*** Extracted information Section Begins ***

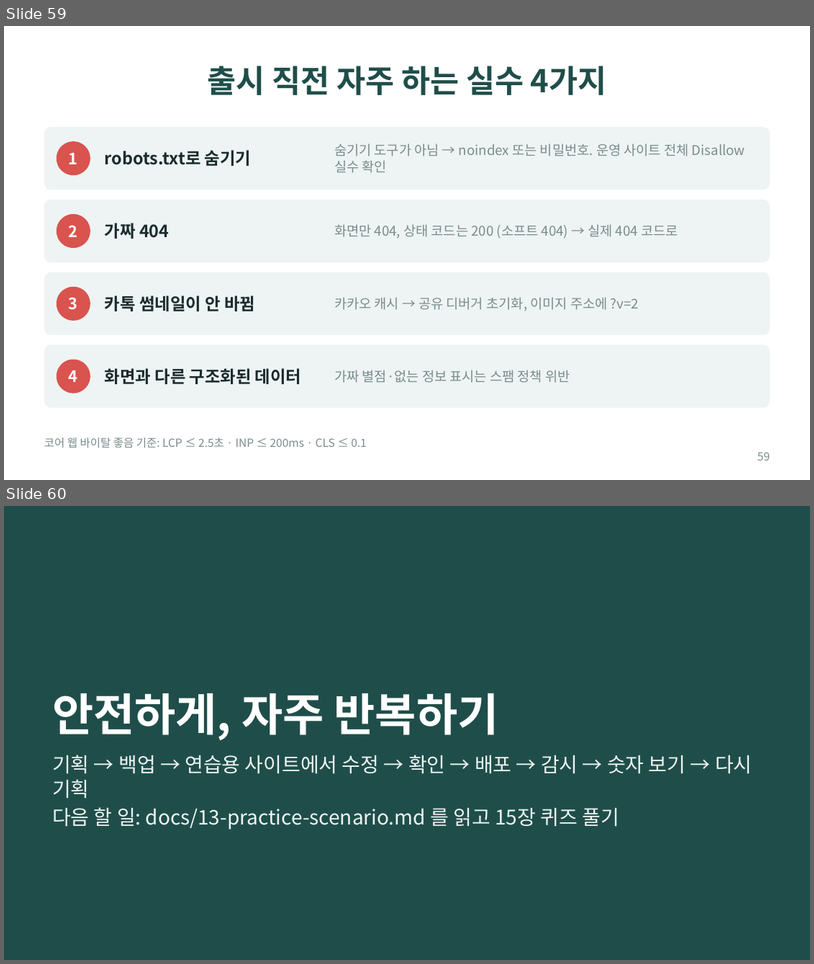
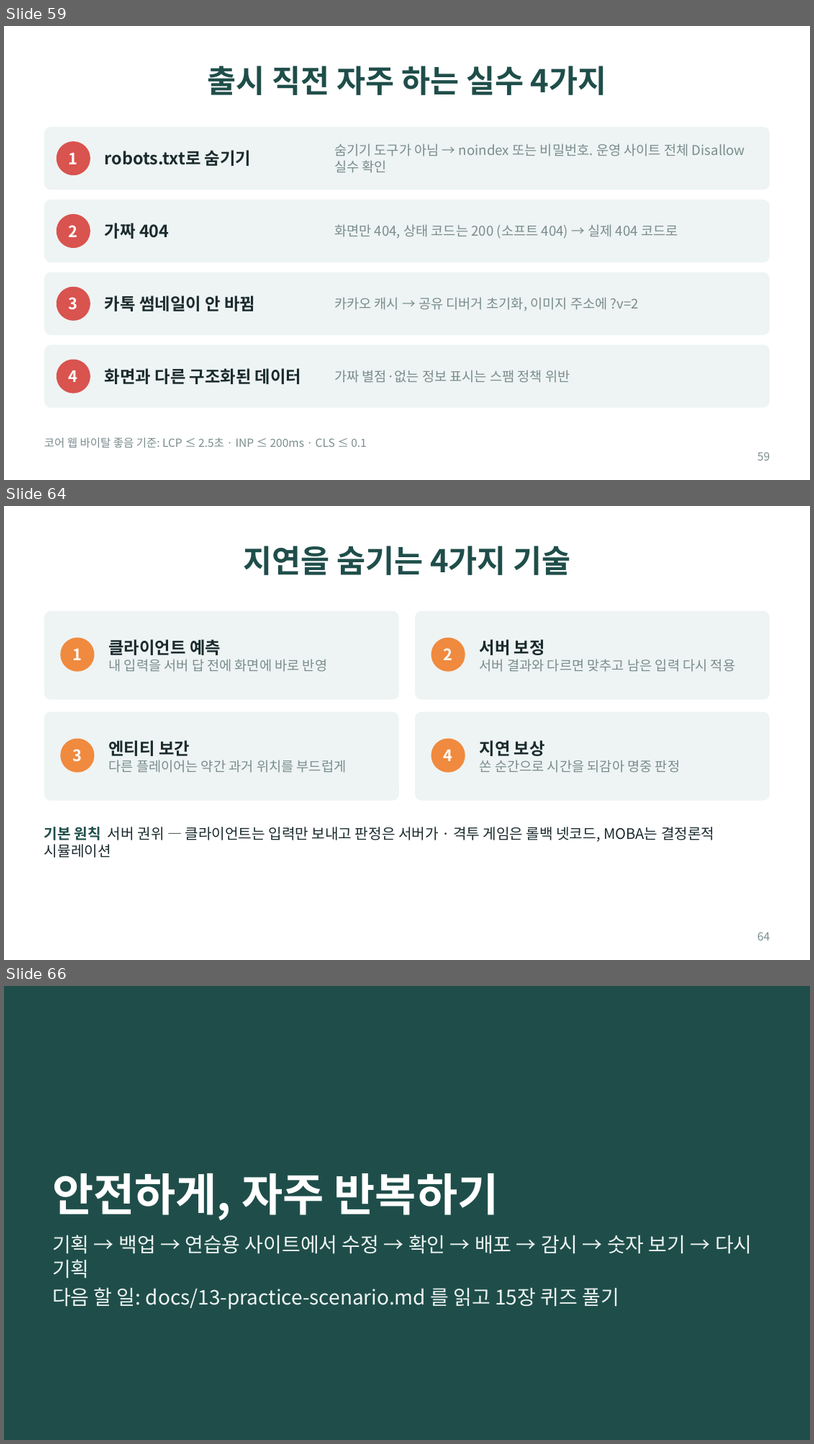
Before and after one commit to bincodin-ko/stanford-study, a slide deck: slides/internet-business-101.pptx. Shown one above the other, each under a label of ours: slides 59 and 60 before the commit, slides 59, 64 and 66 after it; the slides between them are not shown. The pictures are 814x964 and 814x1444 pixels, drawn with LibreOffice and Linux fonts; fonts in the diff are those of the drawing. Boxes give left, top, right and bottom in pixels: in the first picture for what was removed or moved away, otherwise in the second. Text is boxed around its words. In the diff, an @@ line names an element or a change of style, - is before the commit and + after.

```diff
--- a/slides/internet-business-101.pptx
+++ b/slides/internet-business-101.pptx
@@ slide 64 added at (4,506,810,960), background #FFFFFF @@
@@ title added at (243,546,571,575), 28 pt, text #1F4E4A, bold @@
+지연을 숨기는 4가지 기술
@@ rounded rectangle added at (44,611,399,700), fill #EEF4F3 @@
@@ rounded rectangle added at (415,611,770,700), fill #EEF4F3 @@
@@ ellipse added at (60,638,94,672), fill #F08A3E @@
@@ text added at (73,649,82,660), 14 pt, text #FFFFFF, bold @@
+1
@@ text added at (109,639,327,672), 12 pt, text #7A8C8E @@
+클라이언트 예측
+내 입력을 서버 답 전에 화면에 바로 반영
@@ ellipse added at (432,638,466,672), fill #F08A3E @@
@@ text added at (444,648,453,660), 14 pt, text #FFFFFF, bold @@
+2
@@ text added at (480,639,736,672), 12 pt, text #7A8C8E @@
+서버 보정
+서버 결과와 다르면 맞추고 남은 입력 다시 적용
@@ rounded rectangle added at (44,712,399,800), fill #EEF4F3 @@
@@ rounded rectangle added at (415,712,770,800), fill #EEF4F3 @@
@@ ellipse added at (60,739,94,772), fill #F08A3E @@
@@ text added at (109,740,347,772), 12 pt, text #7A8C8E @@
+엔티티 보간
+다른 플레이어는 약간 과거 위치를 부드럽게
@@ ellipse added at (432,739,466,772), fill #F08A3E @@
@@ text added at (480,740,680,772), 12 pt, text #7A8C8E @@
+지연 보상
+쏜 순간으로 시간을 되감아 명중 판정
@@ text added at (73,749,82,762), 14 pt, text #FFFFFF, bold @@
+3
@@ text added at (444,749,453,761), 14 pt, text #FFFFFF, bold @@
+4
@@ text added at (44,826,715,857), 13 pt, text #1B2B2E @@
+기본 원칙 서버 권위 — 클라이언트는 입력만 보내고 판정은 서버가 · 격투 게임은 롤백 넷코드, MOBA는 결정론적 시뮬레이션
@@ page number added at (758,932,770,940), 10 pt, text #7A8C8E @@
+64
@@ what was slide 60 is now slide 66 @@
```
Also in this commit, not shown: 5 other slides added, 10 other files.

*** Extracted information Section Ends ***
*** Extracted information Section Begins ***

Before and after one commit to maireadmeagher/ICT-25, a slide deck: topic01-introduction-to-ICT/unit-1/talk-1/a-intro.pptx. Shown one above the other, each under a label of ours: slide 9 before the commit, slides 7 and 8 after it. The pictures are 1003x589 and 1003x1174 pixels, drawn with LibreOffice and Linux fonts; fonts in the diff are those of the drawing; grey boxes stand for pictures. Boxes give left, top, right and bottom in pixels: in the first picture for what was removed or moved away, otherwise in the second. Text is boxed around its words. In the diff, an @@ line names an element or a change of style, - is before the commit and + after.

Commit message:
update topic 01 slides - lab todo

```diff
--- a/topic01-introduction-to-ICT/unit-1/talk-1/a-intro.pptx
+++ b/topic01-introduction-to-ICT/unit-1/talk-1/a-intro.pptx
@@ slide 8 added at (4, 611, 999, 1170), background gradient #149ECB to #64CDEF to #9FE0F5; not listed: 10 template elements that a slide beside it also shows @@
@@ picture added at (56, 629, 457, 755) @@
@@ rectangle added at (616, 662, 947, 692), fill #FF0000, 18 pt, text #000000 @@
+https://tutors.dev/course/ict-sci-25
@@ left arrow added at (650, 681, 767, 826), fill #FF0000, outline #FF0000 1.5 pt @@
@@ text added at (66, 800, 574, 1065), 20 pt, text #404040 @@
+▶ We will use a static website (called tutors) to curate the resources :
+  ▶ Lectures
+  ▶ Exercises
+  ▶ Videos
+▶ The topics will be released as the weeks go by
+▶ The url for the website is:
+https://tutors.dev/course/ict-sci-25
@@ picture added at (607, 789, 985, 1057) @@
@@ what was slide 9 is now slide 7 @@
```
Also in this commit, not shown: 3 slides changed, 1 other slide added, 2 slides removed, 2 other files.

*** Extracted information Section Ends ***

What the exercise asks:
For each line in the data that holds "background", add one to a count, then report that count alone.

Output:
2